# Rifle Build- help me decide



## Muddskipper (Dec 29, 2004)

I need some feed back from you guys ...

I am trying to decide which .308 bolt action to get ...

The plan is to suppress it, so that is a priority ...

I would like to do some long shooting, but I can't see myself shooting 1,000 yrds, except for on a whim, just to try it.
500 yds ... you bet .... but in reality it will more than likely be used in the 200-300 yrd range ....

Here is what I feel like I have narrowed it down too ...

Remington 700 w/ AAC barrel that is already threaded
I will replace the stock and trigger- as those are the two draw backs
but there are so many option to do things to the "700" platform
Start cost - $700 ish

Howa has a heavy fluted barrel, but I would need to have the barrel machined for the can.
It has a Houge stock- but I believe it's better than the stock on the Rem 700 package
I feel like I get a better action and barrel w/ Howa ... but could be wrong .... any personal experience
Start cost $650

Howa Package deals
note: I know I wont use all their stuff - rings, stock, trigger, but it gets you started right? ....

http://www.budsgunshop.com/catalog/...ts_id/411551680/LEG+HOG+TGT+MSTR+308+FLTD+GRN
This set up, is intriguing, and if I had the barrel machined and replaced the rings ... we are looking at $750 ish plus the machine work

Then there is this one and I like the magazine set up ....
http://www.budsgunshop.com/catalog/...ter+Package+20"+Hvy+BBL+308+Black+Hogue+Stock
......same as above on the pricing ....

Is it worth is to make the jump to the Savage?

http://www.budsgunshop.com/catalog/...ducts_id/411540367/Savage+308+24+5R+THREAD+BL

It has the barrel ready to go for the suppressor and what looks to be an upgrade on the trigger ... 
I like the length of the barrel, which should help with the long distance shooting....
The cost is what I feel is good - were talking less than $100 increase just above the $800 range
Any of you shooting a Savage in the model?

Then there is this guy
http://www.budsgunshop.com/catalog/...411540368/Savage+HS+308+24+5R-THREADED+BARREL
I really wish I had not seen this one .... stock looks good, threaded, but will this work in a hunting application not just bench ?

As you can see, I'm going in a few directions ... not sure if I want to spend the time and money doing everything, or have some of it come from the factory ...

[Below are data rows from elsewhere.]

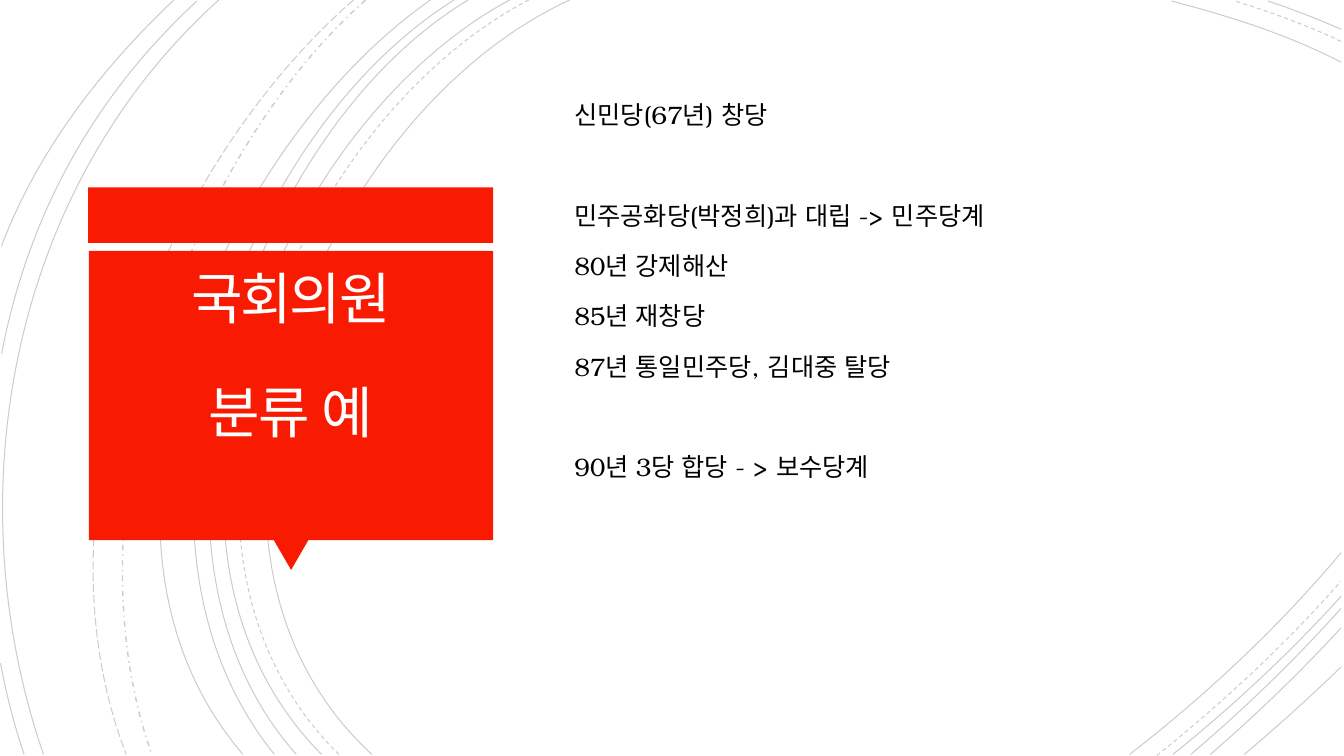
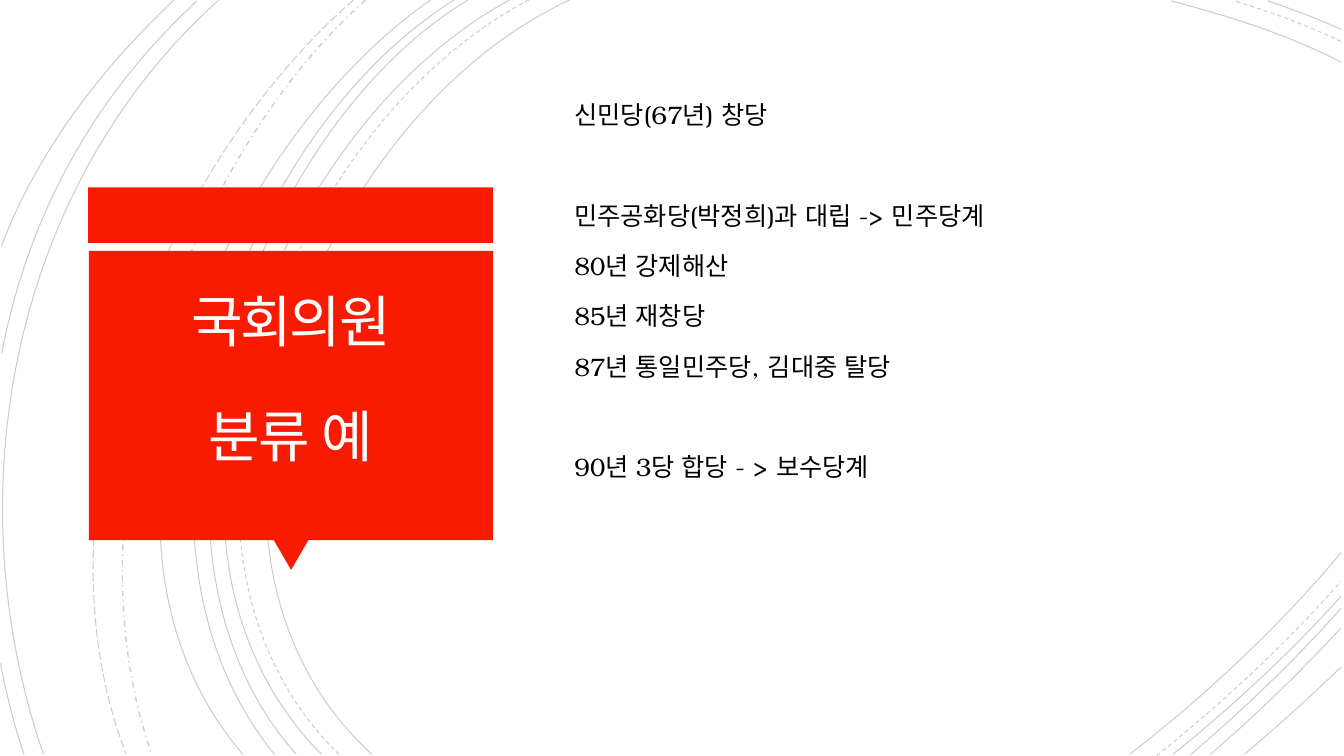
Before and after one commit to letcodesing/project, a slide deck: slide 5 of 개인1/발표용 파일/발표용.pptx. Drawn at 1344x756 pixels with LibreOffice and Linux fonts; fonts in the diff are those of the drawing. Boxes give left, top, right and bottom in pixels: in the first picture for what was removed or moved away, otherwise in the second. Text is boxed around its words. In the diff, an @@ line names an element or a change of style, - is before the commit and + after.

```diff
--- a/개인1/발표용 파일/발표용.pptx
+++ b/개인1/발표용 파일/발표용.pptx
@@ title "국회의원 분류 예": place and size @@
-title "국회의원 분류 예" at [191,272,391,438]
+title "국회의원 분류 예" at [191,295,391,462]
```
Also in this commit, not shown: 4 other slides changed, 6 slides added, 1 slide removed, 16 other files.

All of your input is welcome, but give me reasons, not just *"buy this one"* and no other comment ...let me hear what you have to say

Thanks,

skip


----------



## RB II (Feb 26, 2009)

I will start with, there is a ton of difference in a 1000 yd rifle and a 200-300 one, as I am sure you know. IMO, i would choose the Rem out of the ones you posted, except maybe the $1000 Savage. Rem has that proven "out of the box accuracy". Plus, if you were going to truly build a custom rifle, then the Rem 700 donor action provides lots of options for custom barrels, stocks, triggers, etc. For a off the shelf rifle in .308, for my money, I would choose the Rem 700 R5. They come stock with the HS Precision floated and bedded stocks. Stainless action and barrel as well. The only real mod to make to them is the trigger. Total $ including the trigger is about $1300for a 1000 yd and in rifle. 
http://www.ableammo.com/catalog/rem...nchester-stainless-steel-finish-p-119700.html


----------



## REEL CRAZY (Dec 21, 2005)

Suppressed and long range shooting is an oxymoron. The drop on say a 200gr bullet traveling 1050fps out of a short barrel at 1000 yards, just a wild guess, 50 feet or more. Good luck


----------



## Muddskipper (Dec 29, 2004)

Thx for the replys

Keep in mind what I wrote- 1,000 yards would be on a whim just to see

I understand the suppressed and long range.... It will be more in the 200-300 range


----------



## chicken fried (Sep 8, 2010)

Rem 700P LTR. Is another option excellent gun for the money just have to have it threaded. It comes with a H-S precision stock and a twenty inch barrel.


----------



## spurgersalty (Jun 29, 2010)

Mudskipper, the savage and the remmy both have adjustable triggers from the factory. I have my 243 down to 2 pounds right now, and have adjusted the over travel of the trigger a bit as well.
It's crisp enough, and definitely lite enough.
I don't know about the howa, I've never owned one or researched them. 
As far as shooting out to a grand, you'll have to pre plan that when buying mounts and a scope. If your scope doesn't have enough elevation adjustment, you'll have to purchase canted mounts. Or, you could purchase a scope with milrad, mil dot, or the like reticle to make it.

Â©


----------



## REEL CRAZY (Dec 21, 2005)

I own/shoot both stock and custom Rems and Savages. I have always prefered the Remington up until the past couple of years. My opinion $ for $, an out of the box Savage has Remington beat. As far as custom parts, availability is about the same for both makes. Savages are a lot easier to DIY upgrade also.


----------



## artys_only (Mar 29, 2005)

*Rem all the way for me !*

Easy to upgrade ,
Parts and options galore plus a lot of smiths can do custom work
On them , I just stick with stuff I have
Had a lot success with .
I have a gun a 308 like your fist choice I shoot 175 burgers out to 600 with no problem well under MOA groups , have not had it to 1000 yet but will this spring I know I can get there with this set up !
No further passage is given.